Jazzmobile, Inc. is based in New York City, and was founded in 1964 by Daphne Arnstein, an arts patron and founder of the Harlem Cultural Council and Dr. William "Billy" Taylor. It is a multifaceted, outreach organization committed to bringing "America's Classical Music"—Jazz—to the largest possible audience by producing concerts, festivals and special events worldwide. The Jazzmobile educational efforts are now being enhanced by the creation of a not-for-profit music publishing company and not-for-profit recording company.

History
Since 1964, Jazzmobile has been presenting Free Outdoor Summer Mobile Concerts, bringing jazz musicians to the five boroughs of New York City, Washington D.C., Maryland, Virginia, Essex County, New Jersey, Westchester County, and several cities in upstate New York. Concerts are funded by the New York State Council on the Arts, the New York City Department of Cultural Affairs, and corporate sponsors such as Anheuser-Busch, ASCAP Foundation, Louis Armstrong Educational Foundation and Billy Taylor Foundation. Jazzmobile presents, as part of its outdoor concert series, 5 to 10 Afro-Latin/Jazz bands on the Jazzmobile's mobile band stage, annually. Jazzmobile is not a membership organization. Using a multi-arts approach (music, dance, drama, poetry, visual and media arts), Jazzmobile's program is designed to teach and encourage students to express themselves through the creative arts.

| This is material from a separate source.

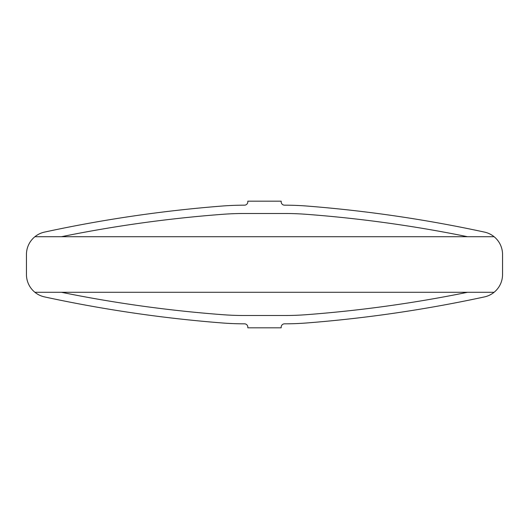 <?xml version="1.0" encoding="UTF-8"?>
<svg xmlns="http://www.w3.org/2000/svg" width="529" height="529" viewBox="0 0 529 529"><rect width="100%" height="100%" fill="white"/><g stroke="black" fill="none" stroke-linecap="round" stroke-linejoin="round"><path stroke-width="0.79" d="M61.463 236.708A1295.091 1295.091 0 0 1 222.967 214.285A277.791 277.791 0 0 1 243.77 213.504L285.23 213.504A277.791 277.791 0 0 1 306.033 214.285A1295.091 1295.091 0 0 1 467.537 236.708M34.914 292.292A22.919 22.919 0 0 0 44.522 296.901A1333.926 1333.926 0 0 0 222.101 322.954A286.129 286.129 0 0 0 244.491 323.827A3.333 3.333 0 0 1 247.823 327.167L247.823 327.828L281.177 327.828L281.177 327.167A3.333 3.333 0 0 1 284.509 323.827A286.129 286.129 0 0 0 306.899 322.954A1333.926 1333.926 0 0 0 484.478 296.901A22.919 22.919 0 0 0 502.55 274.505L502.55 254.495A22.919 22.919 0 0 0 484.478 232.099A1333.926 1333.926 0 0 0 306.899 206.046A286.129 286.129 0 0 0 284.509 205.173A3.333 3.333 0 0 1 281.177 201.833L281.177 201.172L247.823 201.172L247.823 201.833A3.333 3.333 0 0 1 244.491 205.173A286.129 286.129 0 0 0 222.101 206.046A1333.926 1333.926 0 0 0 44.522 232.099A22.919 22.919 0 0 0 26.45 254.495L26.45 274.505A22.919 22.919 0 0 0 34.914 292.292L494.086 292.292M61.463 292.292A1295.091 1295.091 0 0 0 222.967 314.715A277.791 277.791 0 0 0 243.77 315.496L285.23 315.496A277.791 277.791 0 0 0 306.033 314.715A1295.091 1295.091 0 0 0 467.537 292.292M494.086 236.708L34.914 236.708"/></g></svg>

In the very beginning of Jazzmobile in the 1960s, John Coltrane, Jimmy Heath, Dizzy Gillespie, Horace Silver, Pharoah Sanders, Albert Ayler, Archie Shepp, Sun Ra, Cecil Taylor, and other black players, played in the neighborhood festivals. Past students includes Warren Benbow (drums); Roy Campbell, Jr. (trumpet); Suezenne Fordham (piano); Najee (saxophone); T. K. Blue (saxophone); just to name a few.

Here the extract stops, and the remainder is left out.